Open umitgunduz opened 5 years ago
Hello @umitgunduz ,
Dynamic Fields are a feature of "Solr" which is an HTTP server on top of Lucene. Tantivy is more like lucene than it is Solr or Elasticsearch.
That said, I have built my own type of dynamic field code that then does the right things with tantivy, but I don't think Tantivy is the right place for that code.
Thanks @drusellers.
@umitgunduz reopening. @umitgunduz can you detail what you mean by dynamic field?
Hello @fulmicoton, In fact, I found the answer to similar problems when visiting the issues. https://github.com/tantivy-search/tantivy/issues/301 https://github.com/tantivy-search/tantivy/issues/385
The main problem is that must be re-index again all document when a new field is added in schema. This is a very cost effective method for large amounts of data and is not realistic.
Our need and expectations is a structure that has flexible schemas and store hierarchical data like document based nosql and has a search engine features: full-text search, facet, pivot etc. Also nested documents method is not a used and loved it method is very difficult. Because there is no fixed data structure in today's world and search engines are not just used only for text search. It's not easy to create such a structure I know maybe it's wrong to have it in a search engine library. However, most developers will love a structure in this way.
Thanks.
Dynamic Fields are a feature of "Solr" which is an HTTP server on top of Lucene. Tantivy is more like lucene than it is Solr or Elasticsearch.

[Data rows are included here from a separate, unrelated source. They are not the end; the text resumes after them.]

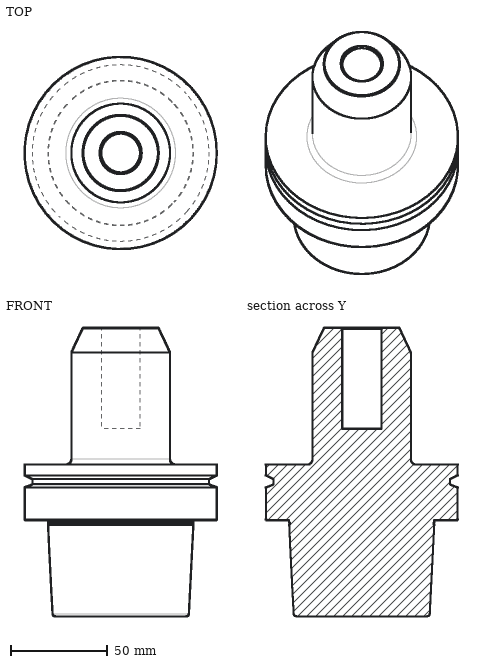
import cadquery as cq

total_height = 149.9
taper_length = 49.9
flange_height = 29.0
flange_top = taper_length + flange_height
nose_height = 12.9
nose_base = total_height - nose_height

taper_end_radius = 35.4
taper_base_radius = 37.8
taper_end_fillet = 1.5
relief_bottom = 47.5
relief_top = 48.9
relief_depth = 0.3
relief_bevel = 0.5

flange_radius = 49.9
flange_edge_chamfer = 0.5
groove_radius = 45.9
groove_bottom = 67.0
groove_floor_bottom = 68.7
groove_floor_top = 71.2
groove_top = 73.2
groove_corner_radius = 46.8
groove_corner_rise = 0.5

shank_radius = 25.6
root_fillet = 2.8
nose_tip_radius = 19.8
nose_tip_chamfer = 0.5
bore_radius = 10.0
bore_depth = 52.5
bore_chamfer = 0.9


def revolve_outline(points):
    """Turn a closed (radius, height) outline around the Z axis."""
    return cq.Workplane("XZ").polyline(points).close().revolve(360, (0, 0, 0), (0, 1, 0))


def make_taper():
    """Cone with a rounded small end and a shallow relief ring under the flange."""
    relief_radius = taper_base_radius - relief_depth
    cone = revolve_outline([
        (0, 0),
        (taper_end_radius, 0),
        (taper_base_radius, relief_bottom),
        (relief_radius, relief_bottom + relief_bevel),
        (relief_radius, relief_top - relief_bevel),
        (taper_base_radius, relief_top),
        (taper_base_radius, taper_length),
        (0, taper_length),
    ])
    return cone.faces("<Z").edges().fillet(taper_end_fillet)


def make_flange():
    """Disc with a bevelled gripper groove whose walls flatten out near the floor."""
    return revolve_outline([
        (0, taper_length),
        (flange_radius - flange_edge_chamfer, taper_length),
        (flange_radius, taper_length + flange_edge_chamfer),
        (flange_radius, groove_bottom),
        (groove_corner_radius, groove_floor_bottom - groove_corner_rise),
        (groove_radius, groove_floor_bottom),
        (groove_radius, groove_floor_top),
        (groove_corner_radius, groove_floor_top + groove_corner_rise),
        (flange_radius, groove_top),
        (flange_radius, flange_top),
        (0, flange_top),
    ])


def make_nose():
    """Cylindrical shank with a concave root fillet and a conical tip."""
    profile = (
        cq.Workplane("XZ")
        .moveTo(0, flange_top)
        .lineTo(shank_radius + root_fillet, flange_top)
        .radiusArc((shank_radius, flange_top + root_fillet), root_fillet)
        .lineTo(shank_radius, nose_base)
        .lineTo(nose_tip_radius, total_height - nose_tip_chamfer)
        .lineTo(nose_tip_radius - nose_tip_chamfer, total_height)
        .lineTo(0, total_height)
        .close()
    )
    return profile.revolve(360, (0, 0, 0), (0, 1, 0))


def make_bore():
    """Blind tool bore with a chamfered mouth."""
    return revolve_outline([
        (0, total_height - bore_depth),
        (bore_radius, total_height - bore_depth),
        (bore_radius, total_height - bore_chamfer),
        (bore_radius + bore_chamfer, total_height),
        (0, total_height),
    ])


result = make_taper().union(make_flange()).union(make_nose()).cut(make_bore())

That said, I have built my own type of dynamic field code that then does the right things with tantivy, but I don't think Tantivy is the right place for that code.

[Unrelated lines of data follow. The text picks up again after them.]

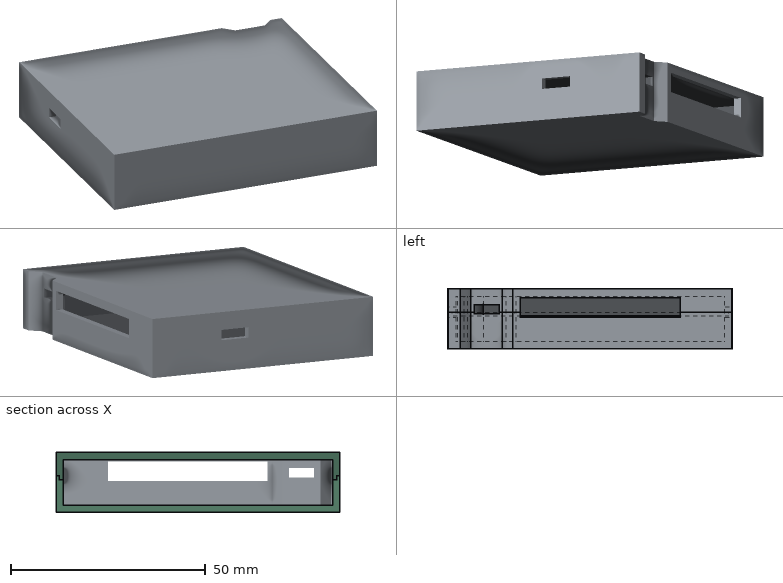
import cadquery as cq

WIDTH = 63.6
LENGTH = 73.0
HEIGHT = 15.5
WALL = 2.0
LID_HEIGHT = 6.0
SEAM_Z = HEIGHT - LID_HEIGHT

NOTCH_DEPTH = 2.6
NOTCH_LENGTH = 13.4
NOTCH_END_GAP = 3.2
NOTCH_MAX_Y = LENGTH - NOTCH_END_GAP
NOTCH_MIN_Y = NOTCH_MAX_Y - NOTCH_LENGTH

LIP_DROP = 1.0
LIP_THICKNESS = WALL / 2
LIP_Z = SEAM_Z - LIP_DROP

CARD_Y = 13.35
CARD_LENGTH = 41.0
CARD_TOP_Z = HEIGHT - 2.3
CARD_BOTTOM_Z = HEIGHT - 7.4

PORT_LENGTH = 6.4
PORT_Y = (NOTCH_MIN_Y + NOTCH_MAX_Y - PORT_LENGTH) / 2
PORT_TOP_Z = HEIGHT - 4.1
PORT_BOTTOM_Z = HEIGHT - 6.5

CABLE_X = 19.85
CABLE_WIDTH = 7.9
CABLE_TOP_Z = HEIGHT - 4.7
CABLE_BOTTOM_Z = CARD_BOTTOM_Z

POST_DIAMETER = 5.0
POST_INSET = 6.6


def outline_prism(inset, bottom_z, top_z):
    """Prism of the notched case outline, moved inward by inset."""
    outline = cq.Workplane("XY", origin=(0, 0, bottom_z)).polyline([
        (0, 0),
        (WIDTH, 0),
        (WIDTH, LENGTH),
        (0, LENGTH),
        (0, NOTCH_MAX_Y),
        (NOTCH_DEPTH, NOTCH_MAX_Y - NOTCH_DEPTH),
        (NOTCH_DEPTH, NOTCH_MIN_Y + NOTCH_DEPTH),
        (0, NOTCH_MIN_Y),
    ]).close()
    if inset > 0:
        outline = outline.offset2D(-inset, "intersection")
    return outline.extrude(top_z - bottom_z)


def block(x_range, y_range, z_range):
    """Box between the given limits along each axis."""
    lengths = [end - start for start, end in (x_range, y_range, z_range)]
    corner = (x_range[0], y_range[0], z_range[0])
    return cq.Workplane("XY").box(*lengths, centered=False).translate(corner)


def cut_openings(body):
    """Cut the card slot, the port and both cable slots through the walls."""
    card_slot = block(
        (0, WALL), (CARD_Y, CARD_Y + CARD_LENGTH), (CARD_BOTTOM_Z, CARD_TOP_Z)
    )
    port = block(
        (0, NOTCH_DEPTH + WALL), (PORT_Y, PORT_Y + PORT_LENGTH), (PORT_BOTTOM_Z, PORT_TOP_Z)
    )
    body = body.cut(card_slot).cut(port)
    for wall_y in (0, LENGTH - WALL):
        cable_slot = block(
            (CABLE_X, CABLE_X + CABLE_WIDTH),
            (wall_y, wall_y + WALL),
            (CABLE_BOTTOM_Z, CABLE_TOP_Z),
        )
        body = body.cut(cable_slot)
    return body


def lip_ring():
    """Ring filled by the lid lip, interrupted where the wall steps in behind the notch."""
    ring = outline_prism(WALL - LIP_THICKNESS, LIP_Z, SEAM_Z).cut(outline_prism(WALL, LIP_Z, SEAM_Z))
    notch_wall = block((0, NOTCH_DEPTH + WALL), (NOTCH_MIN_Y, NOTCH_MAX_Y), (LIP_Z, SEAM_Z))
    return ring.cut(notch_wall)


def make_base():
    """Open tray with a rebate for the lid lip around its rim."""
    tray = outline_prism(0, 0, SEAM_Z)
    cavity = outline_prism(WALL, WALL, SEAM_Z)
    return cut_openings(tray.cut(cavity).cut(lip_ring()))


def make_lid():
    """Hollow cover with a locating lip and a corner post."""
    roof_z = HEIGHT - WALL
    cover = outline_prism(0, SEAM_Z, HEIGHT)
    cavity = outline_prism(WALL, SEAM_Z, roof_z)
    shell = cut_openings(cover.cut(cavity).union(lip_ring()))
    post = (
        cq.Workplane("XY", origin=(WIDTH - POST_INSET, LENGTH - POST_INSET, WALL))
        .circle(POST_DIAMETER / 2)
        .extrude(roof_z - WALL)
    )
    return shell.union(post)


base = make_base()
lid = make_lid()
result = cq.Compound.makeCompound([base.val(), lid.val()])

I tend to disagree. I have had a look at Toshi and Bayard, both copy the rigid schema definitions of tantivy. Lucene, on the other hand, does not enforce a rigid schema, you can add fields on the fly when adding documents, such as:
Document document = new Document();
document.add(new StringField("id", strId, Field.Store.YES));
document.add(new TextField("firstName", firstName , Field.Store.YES));
document.add(new TextField("lastName", lastName , Field.Store.YES));
document.add(new TextField("website", website , Field.Store.YES));
This makes the creation of dynamic fields very easy because you "just" have to nudge your application to handle fields that end with _t
to be text indexes (or whatever you defined). It would be tremendously helpful to have such fields - I frequently work with dynamic schemas that are not known in advance (e.g. user defined fields), and thus, this is a killer feature of Lucene (and Solr).
I do not know the inner workings of tantivy, but Lucene does not require a reindex of all the data once a new field is added, because indexes are sparse by definition. So, yes, I would definitely be happy if tantivy would support dynamic index fields that are defined in the schema (e.g. by giving them names like *_t
, just like Solr).
Hi, do you plan to add dynamic field like solr and we would like dynamic fields to support facet functionality. Thanks.